NOTE: Part of the objective for this project is to mimic what it’s like to work on a software solution at a company. Typically, you will not be handed pseudo-code for every operation and subroutine you are supposed to program, but will instead be given a specification for a program–what inputs it should take and what outputs it should produce. You will then have to go figure out how to make it work.

For this project write-up, we are doing a bit of a hybrid approach. We are giving you some information on the kD-tree data structure (which you will be coding), but not everything you will need to know to code it. You are responsible for finding good additional information as needed in order to complete the project. Piazza discussions are especially encouraged.

For this reason, it is also important to read the entire project description and the provided code before you start working. Do not write a single line of code until you are sure you understand what is expected of you and how it fits into the framework of the code we’ve already given you. There is a lot to read, so make sure you start early!

Learning Objectives:

Gain an appreciation for the power of binary trees and the types of operations a binary tree can support.
Know how to code a particular type of binary tree called a kD-tree.
Gain experience developing code from a less formal explanation of a data structure and its operations than full-fledged pseudo-code.

Getting Started

First download and decompress one of the starter files:

This PA has two major parts, and so these archives contain a large number of files. You will need to create Makefiles for both parts. Here is an overview of all the files:

The `bst/` folder

This folder contains the bst.h/c files and the files needed for the bst/main tester program.

bst.h/c: The binary search tree files.
drawtree.h/c: Tree drawing functions (uses turtle graphics).
dynarray.h/c: Dynamic array (used for getting output from the range search function).
main.c: The main test program.
turtle.h/c: The turtle graphics library.

The `kdtree/` folder

dynarray.h/c: Dynamic array (used for getting output from the range search functions).
helpers.h/c: Contains a few helper structures and functions including the point_t and bbox_t types and functions for computing the distances between points.
kdtree.h/c: The kD-tree implementation.
main.c: The main tester program that generates a “screenshot” of the game.
turtle.h/c: The turtle graphics library.

COMING SOON: The `rangefighter/` folder

We will release this to you in the week after Thanksgiving. It contains the actual game code for rangefighter, which uses your kD-tree implementation as its main data structure.

Part 1: Range Finding in Binary Search Trees

You have seen in class how binary search trees (BSTs) are useful for supporting a find(x) operation that determines whether a value x is stored in the tree.
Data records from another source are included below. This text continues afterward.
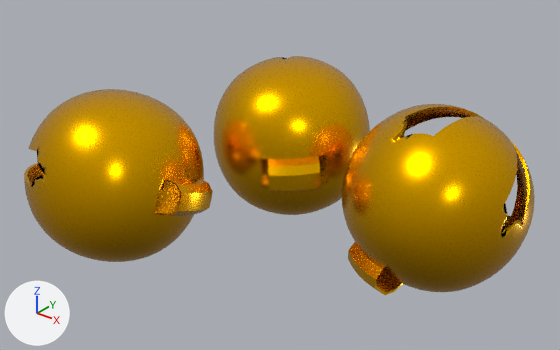
Renders of the glTF model app/public/static/assets/9e481c2ed0254e3a8c4e2a29531cfb46.glb from each side of a commit.
Before and after are seen from a 50 mm camera at (0.0078, -0.0184, 0.0188) aimed at (-0.013, 0.0076, 0.0026). Lighting does not change. The marker at lower left points along +X, +Y and +Z. Where no turn or scale is listed for an object, it has been applied to the vertices.
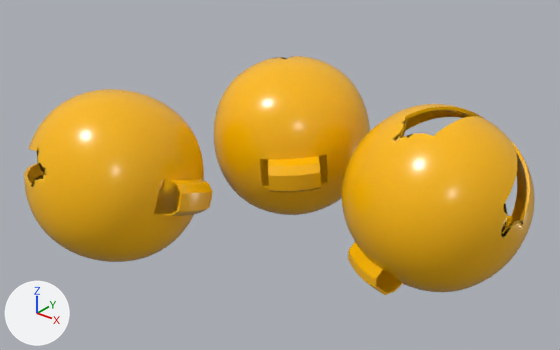
Where the change shows, as pixel boxes [x1, y1, x2, y2] in the pictures (560 x 350 px):
'Mesh_1', surface changed (yellow to orange)
    both: [24, 56, 370, 262]
'Mesh_2', surface changed (yellow to orange)
    both: [342, 104, 535, 295]

The change in detail:
In material 'bell.001' (mat_bell_001), metallic goes from 1.0 to 0.0.

Consider the following tree:

       8
     /   \
    4    12
   / \   / \
  2   6 10 14

Let’s recall what happens when we execute the command find(6). First find(x) looks at the root node to check if the value at the root node is equal to what we are looking for. It is not (6 != 8). Thus we need to recurse on one or the other of the subtrees. Because we have a BST, since $6 < 8$, if 6 is to be found in the tree, it will have to be in the left subtree of 8. We thus search recursively on the left-subtree of 8 for 6.
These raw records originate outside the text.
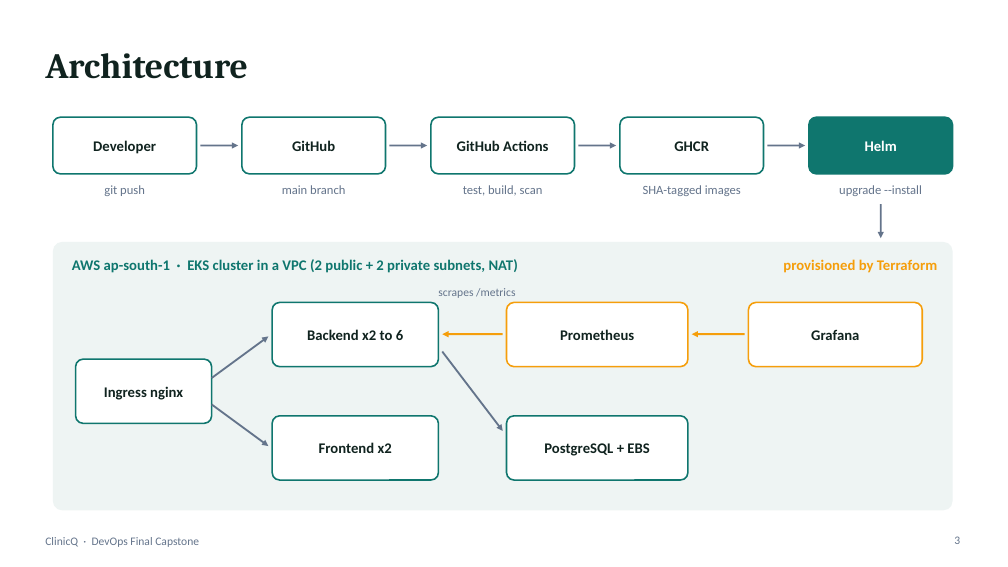
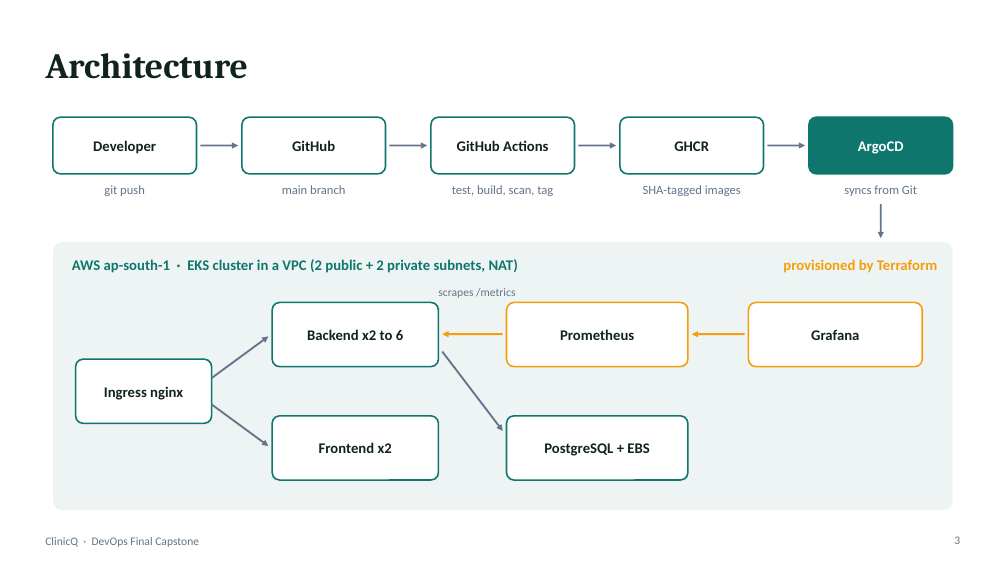
Before and after one commit to Aryan-Bhendarkar/ClinicQ, a slide deck: slide 3 of demo/ClinicQ-DevOps-Capstone.pptx. Drawn at 1008x567 pixels with LibreOffice and Linux fonts; fonts in the diff are those of the drawing. Boxes give left, top, right and bottom in pixels: in the first picture for what was removed or moved away, otherwise in the second. Text is boxed around its words. In the diff, an @@ line names an element or a change of style, - is before the commit and + after.

```diff
--- a/demo/ClinicQ-DevOps-Capstone.pptx
+++ b/demo/ClinicQ-DevOps-Capstone.pptx
@@ text at <box>858,141,904,154</box>: text changed @@
-Helm
+ArgoCD
@@ text at <box>452,185,553,196</box>: text changed @@
-test, build, scan
+test, build, scan, tag
@@ text at <box>844,185,917,196</box>: text changed @@
-upgrade --install
+syncs from Git
```
Also in this commit, not shown: 4 other slides changed, 1 slide added, 3 other files.

Now let’s generalize this idea a little. Instead of finding a specific value $x$, what if we wanted to find any value in a given range? For instance, what if we wanted to retrieve all values stored in the tree between 3 and 11? How would we implement this operation?

This operation is called range searching. We do not want to determine whether a particular value exists or not–as in the case of find(x)–but instead we want to find all values in the tree within the given range $[3, 11]$.
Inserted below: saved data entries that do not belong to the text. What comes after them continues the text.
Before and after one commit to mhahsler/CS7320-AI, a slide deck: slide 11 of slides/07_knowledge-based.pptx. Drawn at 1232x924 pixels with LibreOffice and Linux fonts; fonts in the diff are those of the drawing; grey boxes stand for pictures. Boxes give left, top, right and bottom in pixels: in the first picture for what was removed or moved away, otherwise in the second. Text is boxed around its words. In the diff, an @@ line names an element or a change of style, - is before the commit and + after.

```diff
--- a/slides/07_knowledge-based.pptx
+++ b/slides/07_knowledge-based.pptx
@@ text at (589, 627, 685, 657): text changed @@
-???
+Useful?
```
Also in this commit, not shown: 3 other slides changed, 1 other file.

To support this operation, we perform a recursive procedure that is very similar to the find(x) operation. Again, we start at the root node 8 and ask the question, “is 8 in our range $[3, 11]$?” The answer is, of course, yes, so we output 8. We then need to determine whether to continue searching recursively in the left subtree, the right-subtree, or both.

This is the main difference between the find operation and the range_search operation: in the find operation, there is always only one subtree we need to search in: either the left tree or the right. Now, however, there are three possible cases: 1) the range we are searching for can only possibly contain points from the left subtree, 2) it can only possibly contain points in the right subtree, or 3) it may possibly contain points from both. The third case arises precisely when the value of the current node is contained within the range. So in our case, because 8 itself falls inside the range $[3, 11]$, both the left and the right subtrees may contain points that fall within the range. This means that we need to continue the search recursively in both subtrees.

So what does that look like? Well, let’s first recurse on the left subtree. Since 4 is in $[3, 11]$ we output the 4 and again we have to recurse on both the subtrees of 4. We first recurse on its left, 2, which is not in the range, so we do not output it. Since 2 has no children execution returns to 4 and we recurse down the right subtree. Here, 6 is in the range $[3, 11]$, so we output 6. (If you are following along at home, we have now produced 8, 4, and 6 as output.) We have now finished with all branches of 4 and execution returns back to the recursive call at 8.

We now continue searching on the right child, 12. In this case 12 is not in the range $[3, 11]$. In fact, all possible values in the range $[3, 11]$ are less than 12. This means that only the left-subtree of 12 can possibly contain any values that fall within $[3, 11]$. So instead of recursing on both the left and right subtrees, this time we will only continue our search in the left subtree of 12. When we recurse there, we find that 10 is in our range, and so we output it. We have now exhausted all subtrees we needed to search and the process terminates, having outputted 8, 4, 6, and 10, which are exactly those nodes of the tree with values in the range $[3, 11]$.

Note that these values were not retrieved in order; however, we could easily modify this process to retrieve the values in order by changing the range_search function to use an inorder traversal instead of a preorder traversal.

Building a BST

Recall from class that the efficiency of operations on trees is often bound up with the height of the tree, and that is certainly the case here. In fact, the running time of the range search operation can be shown to be $O(\log~n + k)$ on a BST with $n$ nodes, where $k$ denotes the number of elements in the tree that falls within the range. This is a little different than running times you have seen before, because the running time $O(\log~n + k)$ is related to both the input size $n$ and the output size $k$. This is called an output-sensitive run time.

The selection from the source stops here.